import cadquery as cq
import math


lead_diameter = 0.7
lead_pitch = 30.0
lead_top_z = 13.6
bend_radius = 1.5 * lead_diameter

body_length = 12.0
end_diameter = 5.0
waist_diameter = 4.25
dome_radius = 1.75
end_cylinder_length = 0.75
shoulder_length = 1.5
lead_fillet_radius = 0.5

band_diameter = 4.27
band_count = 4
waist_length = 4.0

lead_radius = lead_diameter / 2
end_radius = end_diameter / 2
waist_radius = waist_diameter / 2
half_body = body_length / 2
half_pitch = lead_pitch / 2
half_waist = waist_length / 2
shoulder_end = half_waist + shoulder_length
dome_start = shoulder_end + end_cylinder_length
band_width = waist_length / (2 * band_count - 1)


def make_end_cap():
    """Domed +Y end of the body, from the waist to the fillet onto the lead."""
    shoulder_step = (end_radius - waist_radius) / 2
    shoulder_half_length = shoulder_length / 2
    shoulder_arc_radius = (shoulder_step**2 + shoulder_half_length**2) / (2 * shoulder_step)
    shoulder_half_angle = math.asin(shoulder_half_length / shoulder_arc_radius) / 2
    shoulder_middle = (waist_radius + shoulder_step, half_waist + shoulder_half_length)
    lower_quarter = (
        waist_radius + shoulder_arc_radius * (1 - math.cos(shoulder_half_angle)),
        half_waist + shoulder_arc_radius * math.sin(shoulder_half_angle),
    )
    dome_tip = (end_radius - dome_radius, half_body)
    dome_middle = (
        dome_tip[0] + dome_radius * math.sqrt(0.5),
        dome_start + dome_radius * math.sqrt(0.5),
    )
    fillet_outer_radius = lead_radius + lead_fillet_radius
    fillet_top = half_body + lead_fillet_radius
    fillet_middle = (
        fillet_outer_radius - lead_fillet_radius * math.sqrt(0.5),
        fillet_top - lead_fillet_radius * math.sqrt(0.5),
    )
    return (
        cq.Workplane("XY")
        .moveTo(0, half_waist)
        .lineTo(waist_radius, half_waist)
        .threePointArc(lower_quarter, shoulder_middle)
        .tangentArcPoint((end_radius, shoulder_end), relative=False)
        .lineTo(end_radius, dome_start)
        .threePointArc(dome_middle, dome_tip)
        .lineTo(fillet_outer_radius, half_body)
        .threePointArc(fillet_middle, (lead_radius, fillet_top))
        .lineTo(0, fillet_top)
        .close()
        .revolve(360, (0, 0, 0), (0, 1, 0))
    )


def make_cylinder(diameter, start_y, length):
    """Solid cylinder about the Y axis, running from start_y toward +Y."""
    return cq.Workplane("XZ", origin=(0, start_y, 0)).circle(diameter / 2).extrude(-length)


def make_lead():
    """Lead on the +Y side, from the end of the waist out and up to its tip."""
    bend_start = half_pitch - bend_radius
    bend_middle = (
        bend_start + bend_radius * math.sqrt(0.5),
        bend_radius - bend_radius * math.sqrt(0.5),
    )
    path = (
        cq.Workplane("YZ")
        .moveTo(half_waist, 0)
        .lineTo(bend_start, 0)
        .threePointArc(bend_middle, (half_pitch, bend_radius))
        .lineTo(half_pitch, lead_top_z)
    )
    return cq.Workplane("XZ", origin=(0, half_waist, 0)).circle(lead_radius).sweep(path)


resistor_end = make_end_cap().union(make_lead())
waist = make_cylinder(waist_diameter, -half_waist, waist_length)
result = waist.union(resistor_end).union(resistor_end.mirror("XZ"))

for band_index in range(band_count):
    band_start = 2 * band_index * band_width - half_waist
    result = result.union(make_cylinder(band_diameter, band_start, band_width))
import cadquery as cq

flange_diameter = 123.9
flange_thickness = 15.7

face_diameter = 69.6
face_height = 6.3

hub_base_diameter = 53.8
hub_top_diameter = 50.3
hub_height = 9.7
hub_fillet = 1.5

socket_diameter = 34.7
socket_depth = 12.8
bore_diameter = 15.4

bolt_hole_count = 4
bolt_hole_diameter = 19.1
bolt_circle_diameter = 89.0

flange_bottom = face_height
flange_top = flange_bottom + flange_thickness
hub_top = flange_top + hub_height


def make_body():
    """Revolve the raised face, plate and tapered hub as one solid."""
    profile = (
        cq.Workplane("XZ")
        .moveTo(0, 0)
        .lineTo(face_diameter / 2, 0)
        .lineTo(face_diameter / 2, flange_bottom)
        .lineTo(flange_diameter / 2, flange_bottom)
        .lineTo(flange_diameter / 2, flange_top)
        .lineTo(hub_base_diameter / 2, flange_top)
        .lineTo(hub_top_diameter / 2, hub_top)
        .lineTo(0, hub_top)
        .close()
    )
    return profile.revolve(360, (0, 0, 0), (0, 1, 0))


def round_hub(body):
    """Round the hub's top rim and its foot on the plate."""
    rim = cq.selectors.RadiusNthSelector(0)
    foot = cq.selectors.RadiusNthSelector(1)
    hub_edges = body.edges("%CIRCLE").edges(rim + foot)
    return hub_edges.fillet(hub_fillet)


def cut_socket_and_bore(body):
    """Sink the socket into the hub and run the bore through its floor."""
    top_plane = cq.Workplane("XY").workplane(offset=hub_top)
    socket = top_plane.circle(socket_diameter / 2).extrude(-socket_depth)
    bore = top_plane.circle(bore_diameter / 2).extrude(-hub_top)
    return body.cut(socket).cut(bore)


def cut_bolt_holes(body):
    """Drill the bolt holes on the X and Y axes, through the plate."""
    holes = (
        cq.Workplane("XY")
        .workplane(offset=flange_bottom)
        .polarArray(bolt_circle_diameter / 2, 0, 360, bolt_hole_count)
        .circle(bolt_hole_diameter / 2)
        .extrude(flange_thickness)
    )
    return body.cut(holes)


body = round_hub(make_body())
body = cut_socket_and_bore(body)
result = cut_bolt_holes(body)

::::::

§ Description of the task: From the first line above through the line that contains "half_pitch = lead_pitch / 2", quote each line exactly. Output nothing more.

§ Written response:
import cadquery as cq
import math


lead_diameter = 0.7
lead_pitch = 30.0
lead_top_z = 13.6
bend_radius = 1.5 * lead_diameter

body_length = 12.0
end_diameter = 5.0
waist_diameter = 4.25
dome_radius = 1.75
end_cylinder_length = 0.75
shoulder_length = 1.5
lead_fillet_radius = 0.5

band_diameter = 4.27
band_count = 4
waist_length = 4.0

lead_radius = lead_diameter / 2
end_radius = end_diameter / 2
waist_radius = waist_diameter / 2
half_body = body_length / 2
half_pitch = lead_pitch / 2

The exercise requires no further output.